O que fazer, depois da traição? A Europa pode não ser exemplo para muita coisa ao longo da sua história e tem hoje de se confrontar com o facto de, cada vez mais, ser apenas uma pequena parte do planeta. Ainda assim, o seu projeto de União Europeia, sem fronteiras, mas sem se fundir numa entidade única, é tentativa de uma contenção de poder que confere outros poderes, mais em linha com a contenção constitutiva de um bom entendimento da democracia, das relações internacionais, da justiça global e, já agora, de uma prática ecologicamente consciente.

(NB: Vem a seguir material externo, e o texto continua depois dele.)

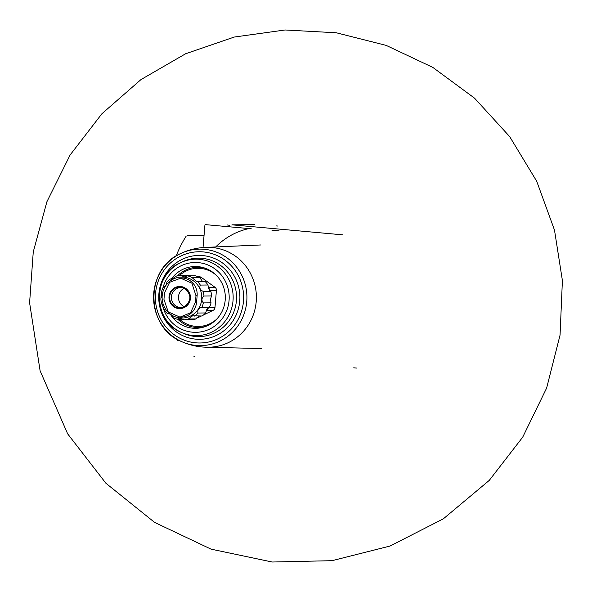<?xml version="1.0" encoding="UTF-8"?>
<svg xmlns="http://www.w3.org/2000/svg" width="592" height="592" viewBox="0 0 592 592"><rect width="100%" height="100%" fill="white"/><g stroke="black" fill="none" stroke-linecap="round" stroke-linejoin="round"><path stroke-width="0.89" d="M198.934 316.187L196.048 318.918L188.411 318.999L192.592 315.802L202.124 315.995A22.333 21.608 -90.6 0 0 205.624 312.953L206.86 309.313L209.464 307.278A22.333 21.608 -90.6 0 0 211.026 302.838L203.389 302.912C201.31 300.455 201.502 298.153 203.966 296.007A22.333 21.608 -90.6 0 0 203.174 291.353C200.111 290.021 199.164 287.927 200.333 285.07A22.333 21.608 -90.6 0 0 197.395 281.452L196.551 281.511L191.897 277.47A22.333 21.608 -90.6 0 0 187.597 275.857L184.193 276.967L180.923 275.25A22.333 21.608 -90.6 0 0 176.416 276.072L171.673 279.276L170.341 279.002A22.333 21.608 -90.6 0 0 166.84 282.044C166.448 284.967 165.168 286.861 163 287.719A22.333 21.608 -90.6 0 0 161.438 292.159L160.861 299.064A22.333 21.608 -90.6 0 0 161.66 303.718L164.495 310.001A22.333 21.608 -90.6 0 0 167.432 313.619L168.121 313.56M197.395 281.452L205.032 281.378A22.333 21.608 -90.6 0 1 207.97 284.996L208.591 288.718L210.811 291.279A22.333 21.608 -90.6 0 1 211.61 295.926L210.397 299.256L211.026 302.838M183.054 319.155L177.23 319.214L179.805 318.111L183.912 319.813L191.549 319.739A22.333 21.608 -90.6 0 0 196.048 318.918M201.931 280.527L199.534 277.396A22.333 21.608 -90.6 0 0 195.242 275.783L187.597 275.857M209.464 307.278L201.828 307.352A22.333 21.608 -90.6 0 0 203.389 302.912M205.624 312.953L197.987 313.027C197.299 310.112 198.586 308.217 201.828 307.352M194.487 316.069A22.333 21.608 -90.6 0 0 197.987 313.027M183.912 319.813A22.333 21.608 -90.6 0 0 188.411 318.999M168.594 313.612L167.432 313.619C169.726 313.479 171.554 314.803 172.931 317.593A22.333 21.608 -90.6 0 0 177.23 319.214M173.138 278.98L170.341 279.002M188.559 275.176L180.923 275.25M199.534 277.396L191.897 277.47M207.97 284.996L200.333 285.07M210.811 291.279L203.174 291.353M211.61 295.926L203.966 296.007M227.128 224.967L229.444 225.271M342.465 234.817L231.946 224.827A5.668 1.428 -84.8 0 1 231.916 225.108M254.39 224.605L231.946 224.827M277.937 226.048L276.309 225.937M356.569 368.061L353.727 367.81M215.695 246.96A69.671 67.399 89.4 0 1 247.893 228.815M271.972 230.273L279.202 230.924M205.609 224.649L251.267 228.778M203.034 247.552L204.906 225.256A0.666 0.644 89.4 0 1 205.542 224.649M194.509 356.821A0.666 0.644 89.4 0 1 193.924 356.095M178.192 340.74A0.999 0.969 89.4 0 1 177.385 340.141A110.001 106.419 89.4 0 1 177.001 339.201M176.187 255.981A110.001 106.419 89.4 0 1 186.11 236.252M171.066 335.028L170.666 334.991M170.452 314.411A30.902 29.896 -90.6 0 0 205.69 326.436A30.902 29.896 -90.6 0 0 225.308 297.117A30.902 29.896 -90.6 0 0 205.121 268.183A30.902 29.896 -90.6 0 0 197.994 266.622A30.902 29.896 -90.6 0 0 171.391 278.995M198.261 276.804L199.445 276.797A3.33 3.226 89.4 0 1 201.324 277.396L215.059 287.335A3.33 3.226 89.4 0 1 216.42 290.354L214.97 307.611A3.33 3.226 89.4 0 1 213.127 310.341L203.411 315.018M201.384 316.002L197.943 317.66A3.33 3.226 89.4 0 1 196.722 317.971M207.947 308.092A3.33 3.226 89.4 0 1 206.282 310.349M208.147 287.438A3.33 3.226 89.4 0 1 209.472 290.154M177.193 317.438A20.498 19.832 -90.6 0 0 201.517 300.906A20.498 19.832 -90.6 0 0 183.668 277.115A20.498 19.832 -90.6 0 0 162.386 294.172A20.498 19.832 -90.6 0 0 177.193 317.438M179.983 317.127L180.997 317.12A16.332 15.799 -90.6 0 0 196.581 302.209L197.121 295.734A16.332 15.799 -90.6 0 0 181.219 277.974L169.593 282.325L164.495 292.899L163.954 299.374L168.209 311.888L179.983 317.127L190.52 312.791L195.441 302.216L195.982 295.741L191.926 283.228L180.212 277.988M184.482 288.215A9.997 9.672 -90.6 0 0 184.667 306.811M184.341 288.141A9.997 9.672 -90.6 0 0 171.391 297.643A9.997 9.672 -90.6 0 0 184.526 306.893M204.033 235.638L186.998 235.801M208.51 347.223A49.943 48.315 -90.6 0 0 256.351 299.249A49.943 48.315 -90.6 0 0 212.247 247.53A49.943 48.315 -90.6 0 0 207.533 247.345C198.046 247.449 188.981 249.565 180.353 253.687A48.255 46.687 -90.6 0 0 153.557 297.813A48.255 46.687 -90.6 0 0 181.204 341.414A48.255 46.687 -90.6 0 0 245.436 309.483A48.255 46.687 -90.6 0 0 204.277 249.291A48.255 46.687 -90.6 0 0 180.353 253.687C144.737 268.753 145.306 327.05 181.204 341.414C189.914 345.373 199.016 347.312 208.51 347.223M203.322 251.926A45.614 44.126 -90.6 0 0 159.522 316.646A45.614 44.126 -90.6 0 0 235.668 323.528A45.614 44.126 -90.6 0 0 203.322 251.926M202.827 255.589A41.943 40.574 -90.6 0 0 162.563 315.099A41.943 40.574 -90.6 0 0 232.575 321.426A41.943 40.574 -90.6 0 0 202.827 255.589M201.865 258.29A39.242 37.962 -90.6 0 0 182.987 261.59L180.967 262.53A38.236 36.993 -90.6 0 0 159.174 297.761A38.236 36.993 -90.6 0 0 181.655 332.563A38.236 36.993 -90.6 0 0 232.057 306.693A38.236 36.993 -90.6 0 0 199.363 259.311A38.236 36.993 -90.6 0 0 180.967 262.53C152.003 274.177 152.47 321.486 181.655 332.563L183.683 333.459A39.242 37.962 -90.6 0 0 235.409 306.915A39.242 37.962 -90.6 0 0 201.865 258.29M162.26 304.103A34.921 33.788 -90.6 0 0 198.794 332.156A34.921 33.788 -90.6 0 0 229.193 297.191A34.921 33.788 -90.6 0 0 198.335 262.619A34.921 33.788 -90.6 0 0 162.867 288.008M161.86 293.255A34.921 33.788 -90.6 0 0 161.623 297.709M206.186 268.59A30.081 29.104 -90.6 0 0 200.311 267.421A30.081 29.104 -90.6 0 0 177.541 275.776M177.778 319.206A30.081 29.104 -90.6 0 0 206.741 326.014M216.036 275.051A29.082 28.135 -90.6 0 0 200.459 268.405A29.082 28.135 -90.6 0 0 179.605 275.391M179.428 319.192A29.082 28.135 -90.6 0 0 216.465 319.362M209.701 290.42L216.42 290.354M208.539 307.67L214.97 307.611M206.253 310.408L213.127 310.341M196.981 317.667L197.943 317.66M199.541 277.411L201.324 277.396M208.14 287.401L215.059 287.335M197.121 295.734L195.982 295.741M196.581 302.209L195.441 302.216M180.708 287.09A10.515 10.168 -90.6 0 0 169.808 299.315A10.515 10.168 -90.6 0 0 190.002 297.458A10.515 10.168 -90.6 0 0 180.708 287.09M180.649 286.506A11.093 10.737 -90.6 0 0 169.053 298.768A11.093 10.737 -90.6 0 0 190.454 297.806A11.093 10.737 -90.6 0 0 180.649 286.506M272.194 562.015L332.038 560.683L390.069 546.031L443.371 518.807L489.266 480.386L522.699 437.177L546.631 388.071L560.054 335.116L562.4 280.534L554.497 230.11L536.715 181.256L509.675 136.604L474.547 98.161L432.811 67.399L386.139 45.377L336.293 32.782L285.063 29.985L234.24 37.052L185.614 53.761L140.948 79.602L101.92 113.738L70.122 154.978L46.909 201.731L33.263 251.896L29.6 302.808L40.108 370.814L67.666 433.862L105.916 483.264L154.601 522.403L211.063 549.147L272.194 562.015M207.489 347.23L261.701 348.57M206.512 247.36L260.687 244.97M184.008 307.144C191.912 300.647 191.852 294.231 183.823 287.897"/></g></svg>

A Europa tem de olhar para os seus fundamentos e ver com quem conta no mundo para poder prosseguir sem se trair. As Nações Unidas precisam do projecto europeu como aliado porque subsiste um chão de valores comuns e que foi o que formou ambas. A China é uma potência global que o preconceito ocidental – com o seu fundo xenófobo – procura isolar. A União Europeia devia reavaliar, para melhor, os posicionamentos da China nos conflitos em curso e levá-la mais a sério como interlocutor de pleno direito. Naturalmente, sem perder de vista a pressão pelo respeito dos direitos humanos nesse país. E, mais fundamentalmente, a Europa devia perceber-se, à escala global, mais como do Sul do que do Norte que desenha a sua geografia efectiva. Fazia falta uma jangada de pedra europeia para um mundo melhor. E uma Europa melhor.
O autor escreve de acordo com a antiga ortografia.